His place in the Avestan pantheon. Of all the Indo-Iranian divinities that have found their place in the Zarathushtrian theology, Mithra is the most prominent figure. As an associate of Varuna, Mitra's individuality was eclipsed during the Indo-Iranian period. After the separation of these two groups of the Aryan people, Mithra rose to great eminence, and was the premier divinity in Western Iran, when Zarathushtra preached his religion. During the period of syncretism after the passing away of the prophet, Mithra became the most conspicuous angel of the Younger Avestan period. The longest Yasht, which is eight times longer than the Yasht composed in honour of Ahura Mazda, celebrates his greatness. He is the most masculine, exacting, implacable, and relentless of all the Yazatas. Ahura Mazda has created him the most glorious of the spiritual Yazatas,[7] as worthy of sacrifice and prayer as himself.[8] The description of him in the Yasht that is dedicated in his honour gives a vivid picture of the character of the pre-Zarathushtrian divinities that came to be worshipped in Iran. Mithra was the most eminent of the primitive Ahuras, as he was conjointly worshipped with Ahura Mazda.[9] The writer who consecrated Yasht 10 in his honour was conversant with the past greatness of this divinity, whose cult had struck so deep a root in the popular mind.

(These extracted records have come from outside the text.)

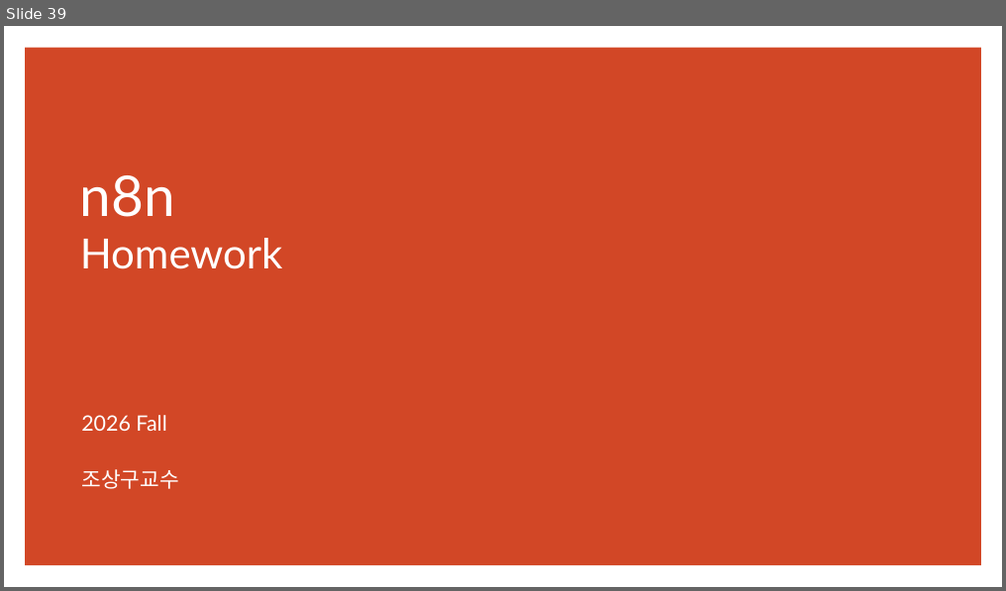
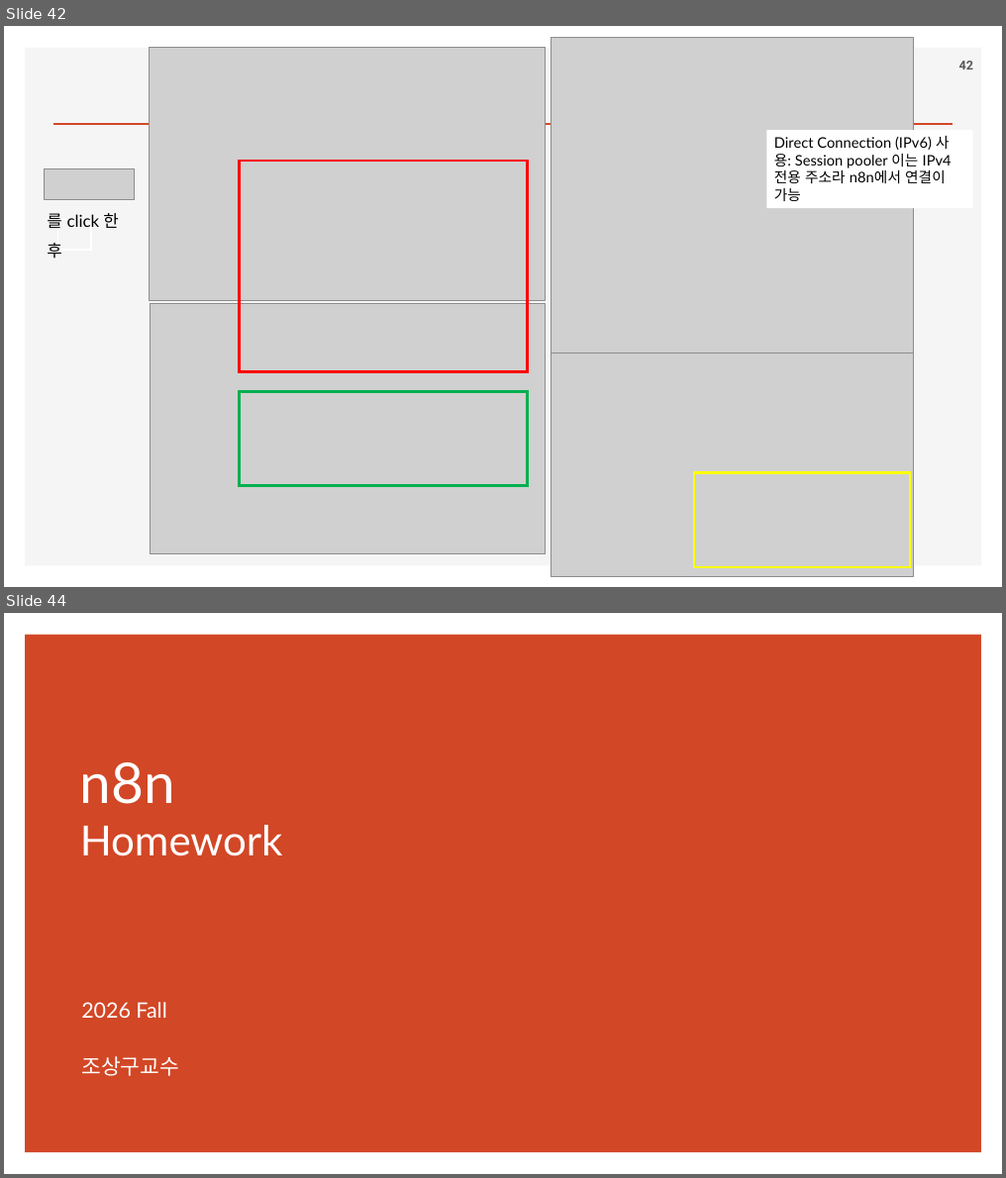
Before and after one commit to ancestor9/2026_Fall_Learning-Langchain-AI-Agent, a slide deck: PPTs/04_AI Workflow_n8n.pptx. Shown one above the other, each under a label of ours: slide 39 before the commit, slides 42 and 44 after it; the slides between them are not shown. The pictures are 1006x591 and 1006x1178 pixels, drawn with LibreOffice and Linux fonts; fonts in the diff are those of the drawing; grey boxes stand for pictures; background and template pictures are left out. Boxes give left, top, right and bottom in pixels: in the first picture for what was removed or moved away, otherwise in the second. Text is boxed around its words. In the diff, an @@ line names an element or a change of style, - is before the commit and + after.

```diff
--- a/PPTs/04_AI Workflow_n8n.pptx
+++ b/PPTs/04_AI Workflow_n8n.pptx
@@ slide 42 added at (4,26,1002,587), background #FFFFFF @@
@@ rectangle added at (25,48,982,567), fill #F5F5F5 @@
@@ picture added at (150,47,546,301) @@
@@ picture added at (550,37,914,358) @@
@@ page number added at (959,61,973,70), 12 pt, text #595959, bold @@
+42
@@ line added from (54, 124) to (952, 124), #D24726 2 pt @@
@@ rectangle added at (767,130,973,208), fill #FFFFFF, 14 pt, text #000000 @@
+Direct Connection (IPv6) 사용: Session pooler 이는 IPv4 전용 주소라 n8n에서 연결이 가능
@@ picture added at (44,169,135,199) @@
@@ rectangle added at (239,161,528,372), outline #FF0000 2.25 pt @@
@@ text added at (47,213,118,259), 16 pt, text #000000 @@
+를 click 한 후
@@ rectangle added at (57,220,91,250), outline #FFFFFF 1.5 pt @@
@@ picture added at (150,304,545,555) @@
@@ picture added at (550,354,914,577) @@
@@ rectangle added at (239,392,528,485), outline #00B050 2.25 pt @@
@@ rectangle added at (694,472,910,568), outline #FFFF00 2.25 pt @@
@@ what was slide 39 is now slide 44 @@
```
Also in this commit, not shown: 1 slide changed, 5 other slides added, 1 slide removed.

He certainly was unsparing in eulogizing the work of this genius in the universe. The texts sometimes speak of Mithra in terms that are usually applied to Ahura Mazda, and the latter

  1. Ys. 60. 5.
  2. Vd. 19. 41.
  3. Ys. 57. 13.
  4. Ys. 57. 14.
  5. Ys. 57. 35; Yt. 11. 20.
  6. Ys. 57. 3.
  7. Vd. 19. 35; Ny. 1. 7.
  8. Yt. 10. 1.
  9. Ys. 1. 11; 2. 11; Yt. 10. 113, 145; Ny. 1. 7; 2. 12.